• _WHAT YOU HAVE TO DO_:
Nothing but an exact repeat of the data, with pictures removed, belongs in the answer.

• _RECORDS FOR THIS EXERCISE_:
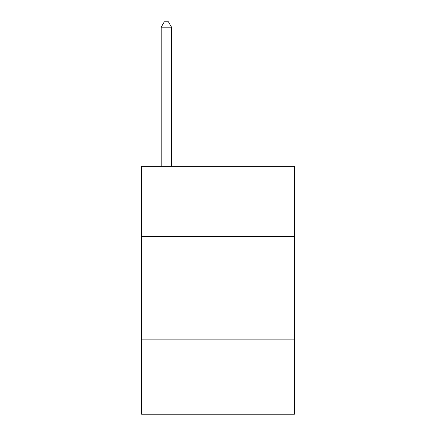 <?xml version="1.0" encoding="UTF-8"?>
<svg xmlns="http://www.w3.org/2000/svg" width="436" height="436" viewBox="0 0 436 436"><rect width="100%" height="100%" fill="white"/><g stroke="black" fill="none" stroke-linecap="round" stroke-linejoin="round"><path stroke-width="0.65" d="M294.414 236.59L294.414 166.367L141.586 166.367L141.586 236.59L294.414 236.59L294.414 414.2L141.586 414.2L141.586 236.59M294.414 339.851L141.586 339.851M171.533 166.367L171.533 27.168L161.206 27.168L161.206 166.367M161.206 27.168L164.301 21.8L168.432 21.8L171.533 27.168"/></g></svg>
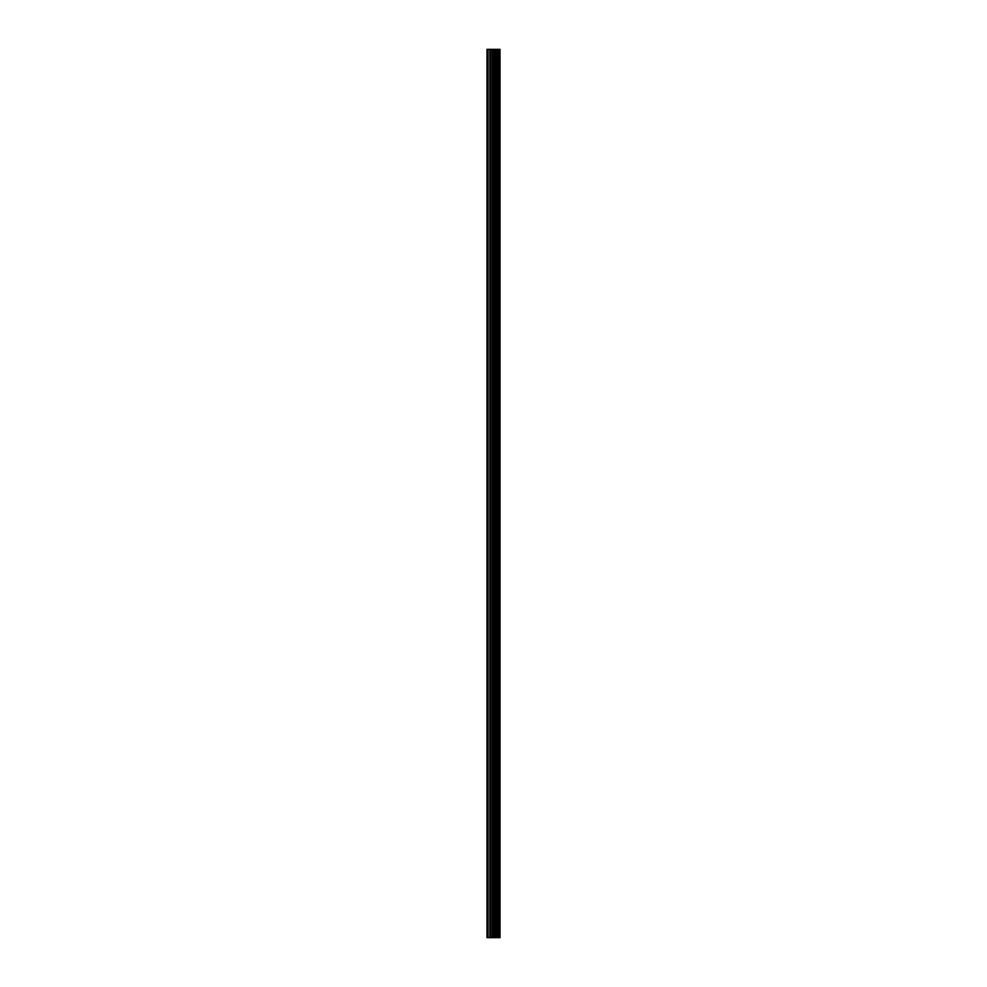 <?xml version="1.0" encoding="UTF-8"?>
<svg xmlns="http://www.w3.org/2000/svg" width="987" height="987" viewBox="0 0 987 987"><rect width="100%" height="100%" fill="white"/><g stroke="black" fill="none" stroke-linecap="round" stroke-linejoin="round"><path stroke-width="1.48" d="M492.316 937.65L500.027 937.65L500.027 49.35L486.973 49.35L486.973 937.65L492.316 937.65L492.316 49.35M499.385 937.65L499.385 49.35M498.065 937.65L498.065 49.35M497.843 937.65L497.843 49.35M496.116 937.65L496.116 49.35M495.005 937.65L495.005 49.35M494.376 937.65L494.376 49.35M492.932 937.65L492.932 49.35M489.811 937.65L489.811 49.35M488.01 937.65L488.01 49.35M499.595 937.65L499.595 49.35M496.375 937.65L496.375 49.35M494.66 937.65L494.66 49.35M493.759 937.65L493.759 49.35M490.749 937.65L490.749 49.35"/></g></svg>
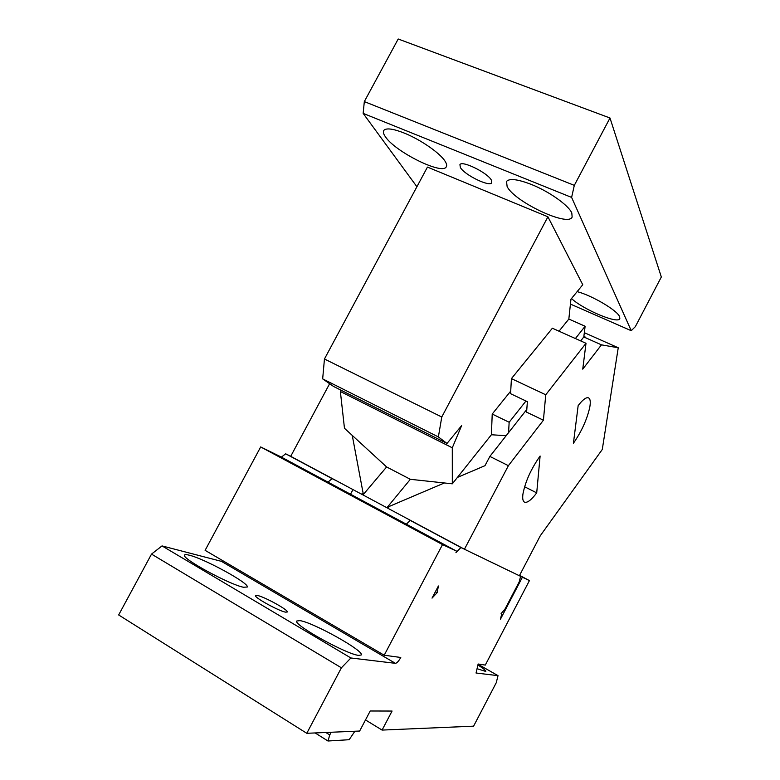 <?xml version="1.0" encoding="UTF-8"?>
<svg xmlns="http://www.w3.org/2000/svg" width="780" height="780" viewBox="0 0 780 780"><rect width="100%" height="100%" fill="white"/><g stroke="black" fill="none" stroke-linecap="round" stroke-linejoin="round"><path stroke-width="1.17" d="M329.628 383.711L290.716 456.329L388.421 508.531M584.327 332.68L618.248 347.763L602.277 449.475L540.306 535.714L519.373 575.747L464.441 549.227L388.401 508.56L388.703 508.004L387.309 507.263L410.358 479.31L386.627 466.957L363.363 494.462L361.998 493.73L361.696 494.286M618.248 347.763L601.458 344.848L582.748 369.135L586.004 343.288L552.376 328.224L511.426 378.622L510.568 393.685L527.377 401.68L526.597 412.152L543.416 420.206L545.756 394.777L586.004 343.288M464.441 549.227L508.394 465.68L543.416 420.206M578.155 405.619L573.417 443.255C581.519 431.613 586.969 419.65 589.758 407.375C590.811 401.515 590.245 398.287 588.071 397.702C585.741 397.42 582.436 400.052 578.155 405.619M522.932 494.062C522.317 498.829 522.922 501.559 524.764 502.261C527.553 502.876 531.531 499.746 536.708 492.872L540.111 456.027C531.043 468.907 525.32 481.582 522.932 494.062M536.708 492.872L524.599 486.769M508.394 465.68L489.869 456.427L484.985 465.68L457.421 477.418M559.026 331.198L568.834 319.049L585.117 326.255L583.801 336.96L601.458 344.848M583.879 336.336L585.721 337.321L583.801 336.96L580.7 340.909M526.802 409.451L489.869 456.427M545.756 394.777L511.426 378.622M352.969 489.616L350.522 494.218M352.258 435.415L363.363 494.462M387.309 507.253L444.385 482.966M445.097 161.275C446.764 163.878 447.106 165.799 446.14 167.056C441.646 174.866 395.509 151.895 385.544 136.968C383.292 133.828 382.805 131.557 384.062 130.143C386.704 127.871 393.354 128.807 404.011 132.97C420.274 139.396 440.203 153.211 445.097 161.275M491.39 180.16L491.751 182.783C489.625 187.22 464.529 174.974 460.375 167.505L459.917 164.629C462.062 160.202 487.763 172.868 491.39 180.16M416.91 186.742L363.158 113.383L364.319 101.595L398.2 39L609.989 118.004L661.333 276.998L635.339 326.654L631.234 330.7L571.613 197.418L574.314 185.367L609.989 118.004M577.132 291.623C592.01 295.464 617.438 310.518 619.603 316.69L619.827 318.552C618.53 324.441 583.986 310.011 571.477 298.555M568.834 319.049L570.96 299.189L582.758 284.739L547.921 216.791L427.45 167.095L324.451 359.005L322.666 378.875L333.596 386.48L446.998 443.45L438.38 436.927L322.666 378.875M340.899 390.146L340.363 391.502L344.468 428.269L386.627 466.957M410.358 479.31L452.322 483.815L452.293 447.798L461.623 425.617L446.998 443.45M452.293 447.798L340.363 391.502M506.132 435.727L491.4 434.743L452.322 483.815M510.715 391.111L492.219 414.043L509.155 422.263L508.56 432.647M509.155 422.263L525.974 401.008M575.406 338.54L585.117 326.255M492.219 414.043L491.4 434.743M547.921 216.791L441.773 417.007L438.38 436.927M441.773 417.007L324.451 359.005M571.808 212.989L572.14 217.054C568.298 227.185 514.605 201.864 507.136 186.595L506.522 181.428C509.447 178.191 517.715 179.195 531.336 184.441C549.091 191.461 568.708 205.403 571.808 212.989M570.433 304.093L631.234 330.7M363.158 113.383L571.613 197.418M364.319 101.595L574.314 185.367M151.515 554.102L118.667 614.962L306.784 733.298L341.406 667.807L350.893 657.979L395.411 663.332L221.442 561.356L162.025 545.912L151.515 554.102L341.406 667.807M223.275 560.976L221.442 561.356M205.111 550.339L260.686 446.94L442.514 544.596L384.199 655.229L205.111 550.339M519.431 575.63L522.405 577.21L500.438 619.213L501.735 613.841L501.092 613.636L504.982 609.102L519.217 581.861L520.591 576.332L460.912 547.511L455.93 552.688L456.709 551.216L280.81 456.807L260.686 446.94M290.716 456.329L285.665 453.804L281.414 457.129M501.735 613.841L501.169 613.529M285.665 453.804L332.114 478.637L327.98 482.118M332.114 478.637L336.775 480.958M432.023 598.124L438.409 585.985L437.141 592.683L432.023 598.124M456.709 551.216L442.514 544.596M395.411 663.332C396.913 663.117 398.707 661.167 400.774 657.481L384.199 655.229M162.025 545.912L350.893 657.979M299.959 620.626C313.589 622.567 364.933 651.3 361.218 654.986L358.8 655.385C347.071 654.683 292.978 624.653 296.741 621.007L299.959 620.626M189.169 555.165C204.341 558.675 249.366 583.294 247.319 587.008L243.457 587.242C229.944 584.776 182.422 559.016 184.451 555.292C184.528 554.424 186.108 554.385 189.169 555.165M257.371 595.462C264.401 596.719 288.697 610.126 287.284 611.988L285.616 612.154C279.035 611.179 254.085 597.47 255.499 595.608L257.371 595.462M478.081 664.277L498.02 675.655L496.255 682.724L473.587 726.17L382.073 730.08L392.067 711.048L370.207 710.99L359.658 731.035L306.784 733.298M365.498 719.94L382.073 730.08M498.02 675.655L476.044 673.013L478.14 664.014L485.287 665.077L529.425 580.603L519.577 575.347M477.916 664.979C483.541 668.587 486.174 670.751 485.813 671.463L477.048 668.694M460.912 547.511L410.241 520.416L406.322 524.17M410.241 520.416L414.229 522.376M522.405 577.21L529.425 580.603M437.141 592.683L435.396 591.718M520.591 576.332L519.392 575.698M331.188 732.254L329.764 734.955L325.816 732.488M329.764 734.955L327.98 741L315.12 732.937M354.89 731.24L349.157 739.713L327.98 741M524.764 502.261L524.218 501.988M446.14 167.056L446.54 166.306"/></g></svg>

• _RESPONSE BELOW_:
 <?xml version="1.0" encoding="UTF-8"?>
<svg xmlns="http://www.w3.org/2000/svg" width="436" height="436" viewBox="0 0 436 436"><rect width="100%" height="100%" fill="white"/><g stroke="black" fill="none" stroke-linecap="round" stroke-linejoin="round"><path stroke-width="0.65" d="M294.414 236.59L294.414 166.367L141.586 166.367L141.586 236.59L294.414 236.59L294.414 414.2L141.586 414.2L141.586 236.59M294.414 339.851L141.586 339.851M171.533 166.367L171.533 27.168L161.206 27.168L161.206 166.367M161.206 27.168L164.301 21.8L168.432 21.8L171.533 27.168"/></g></svg>
 <?xml version="1.0" encoding="UTF-8"?>
<svg xmlns="http://www.w3.org/2000/svg" width="987" height="987" viewBox="0 0 987 987"><rect width="100%" height="100%" fill="white"/><g stroke="black" fill="none" stroke-linecap="round" stroke-linejoin="round"><path stroke-width="1.48" d="M492.316 937.65L500.027 937.65L500.027 49.35L486.973 49.35L486.973 937.65L492.316 937.65L492.316 49.35M499.385 937.65L499.385 49.35M498.065 937.65L498.065 49.35M497.843 937.65L497.843 49.35M496.116 937.65L496.116 49.35M495.005 937.65L495.005 49.35M494.376 937.65L494.376 49.35M492.932 937.65L492.932 49.35M489.811 937.65L489.811 49.35M488.01 937.65L488.01 49.35M499.595 937.65L499.595 49.35M496.375 937.65L496.375 49.35M494.66 937.65L494.66 49.35M493.759 937.65L493.759 49.35M490.749 937.65L490.749 49.35"/></g></svg>
 <?xml version="1.0" encoding="UTF-8"?>
<svg xmlns="http://www.w3.org/2000/svg" width="780" height="780" viewBox="0 0 780 780"><rect width="100%" height="100%" fill="white"/><g stroke="black" fill="none" stroke-linecap="round" stroke-linejoin="round"><path stroke-width="1.17" d="M329.628 383.711L290.716 456.329L388.421 508.531M584.327 332.68L618.248 347.763L602.277 449.475L540.306 535.714L519.373 575.747L464.441 549.227L388.401 508.56L388.703 508.004L387.309 507.263L410.358 479.31L386.627 466.957L363.363 494.462L361.998 493.73L361.696 494.286M618.248 347.763L601.458 344.848L582.748 369.135L586.004 343.288L552.376 328.224L511.426 378.622L510.568 393.685L527.377 401.68L526.597 412.152L543.416 420.206L545.756 394.777L586.004 343.288M464.441 549.227L508.394 465.68L543.416 420.206M578.155 405.619L573.417 443.255C581.519 431.613 586.969 419.65 589.758 407.375C590.811 401.515 590.245 398.287 588.071 397.702C585.741 397.42 582.436 400.052 578.155 405.619M522.932 494.062C522.317 498.829 522.922 501.559 524.764 502.261C527.553 502.876 531.531 499.746 536.708 492.872L540.111 456.027C531.043 468.907 525.32 481.582 522.932 494.062M536.708 492.872L524.599 486.769M508.394 465.68L489.869 456.427L484.985 465.68L457.421 477.418M559.026 331.198L568.834 319.049L585.117 326.255L583.801 336.96L601.458 344.848M583.879 336.336L585.721 337.321L583.801 336.96L580.7 340.909M526.802 409.451L489.869 456.427M545.756 394.777L511.426 378.622M352.969 489.616L350.522 494.218M352.258 435.415L363.363 494.462M387.309 507.253L444.385 482.966M445.097 161.275C446.764 163.878 447.106 165.799 446.14 167.056C441.646 174.866 395.509 151.895 385.544 136.968C383.292 133.828 382.805 131.557 384.062 130.143C386.704 127.871 393.354 128.807 404.011 132.97C420.274 139.396 440.203 153.211 445.097 161.275M491.39 180.16L491.751 182.783C489.625 187.22 464.529 174.974 460.375 167.505L459.917 164.629C462.062 160.202 487.763 172.868 491.39 180.16M416.91 186.742L363.158 113.383L364.319 101.595L398.2 39L609.989 118.004L661.333 276.998L635.339 326.654L631.234 330.7L571.613 197.418L574.314 185.367L609.989 118.004M577.132 291.623C592.01 295.464 617.438 310.518 619.603 316.69L619.827 318.552C618.53 324.441 583.986 310.011 571.477 298.555M568.834 319.049L570.96 299.189L582.758 284.739L547.921 216.791L427.45 167.095L324.451 359.005L322.666 378.875L333.596 386.48L446.998 443.45L438.38 436.927L322.666 378.875M340.899 390.146L340.363 391.502L344.468 428.269L386.627 466.957M410.358 479.31L452.322 483.815L452.293 447.798L461.623 425.617L446.998 443.45M452.293 447.798L340.363 391.502M506.132 435.727L491.4 434.743L452.322 483.815M510.715 391.111L492.219 414.043L509.155 422.263L508.56 432.647M509.155 422.263L525.974 401.008M575.406 338.54L585.117 326.255M492.219 414.043L491.4 434.743M547.921 216.791L441.773 417.007L438.38 436.927M441.773 417.007L324.451 359.005M571.808 212.989L572.14 217.054C568.298 227.185 514.605 201.864 507.136 186.595L506.522 181.428C509.447 178.191 517.715 179.195 531.336 184.441C549.091 191.461 568.708 205.403 571.808 212.989M570.433 304.093L631.234 330.7M363.158 113.383L571.613 197.418M364.319 101.595L574.314 185.367M151.515 554.102L118.667 614.962L306.784 733.298L341.406 667.807L350.893 657.979L395.411 663.332L221.442 561.356L162.025 545.912L151.515 554.102L341.406 667.807M223.275 560.976L221.442 561.356M205.111 550.339L260.686 446.94L442.514 544.596L384.199 655.229L205.111 550.339M519.431 575.63L522.405 577.21L500.438 619.213L501.735 613.841L501.092 613.636L504.982 609.102L519.217 581.861L520.591 576.332L460.912 547.511L455.93 552.688L456.709 551.216L280.81 456.807L260.686 446.94M290.716 456.329L285.665 453.804L281.414 457.129M501.735 613.841L501.169 613.529M285.665 453.804L332.114 478.637L327.98 482.118M332.114 478.637L336.775 480.958M432.023 598.124L438.409 585.985L437.141 592.683L432.023 598.124M456.709 551.216L442.514 544.596M395.411 663.332C396.913 663.117 398.707 661.167 400.774 657.481L384.199 655.229M162.025 545.912L350.893 657.979M299.959 620.626C313.589 622.567 364.933 651.3 361.218 654.986L358.8 655.385C347.071 654.683 292.978 624.653 296.741 621.007L299.959 620.626M189.169 555.165C204.341 558.675 249.366 583.294 247.319 587.008L243.457 587.242C229.944 584.776 182.422 559.016 184.451 555.292C184.528 554.424 186.108 554.385 189.169 555.165M257.371 595.462C264.401 596.719 288.697 610.126 287.284 611.988L285.616 612.154C279.035 611.179 254.085 597.47 255.499 595.608L257.371 595.462M478.081 664.277L498.02 675.655L496.255 682.724L473.587 726.17L382.073 730.08L392.067 711.048L370.207 710.99L359.658 731.035L306.784 733.298M365.498 719.94L382.073 730.08M498.02 675.655L476.044 673.013L478.14 664.014L485.287 665.077L529.425 580.603L519.577 575.347M477.916 664.979C483.541 668.587 486.174 670.751 485.813 671.463L477.048 668.694M460.912 547.511L410.241 520.416L406.322 524.17M410.241 520.416L414.229 522.376M522.405 577.21L529.425 580.603M437.141 592.683L435.396 591.718M520.591 576.332L519.392 575.698M331.188 732.254L329.764 734.955L325.816 732.488M329.764 734.955L327.98 741L315.12 732.937M354.89 731.24L349.157 739.713L327.98 741M524.764 502.261L524.218 501.988M446.14 167.056L446.54 166.306"/></g></svg>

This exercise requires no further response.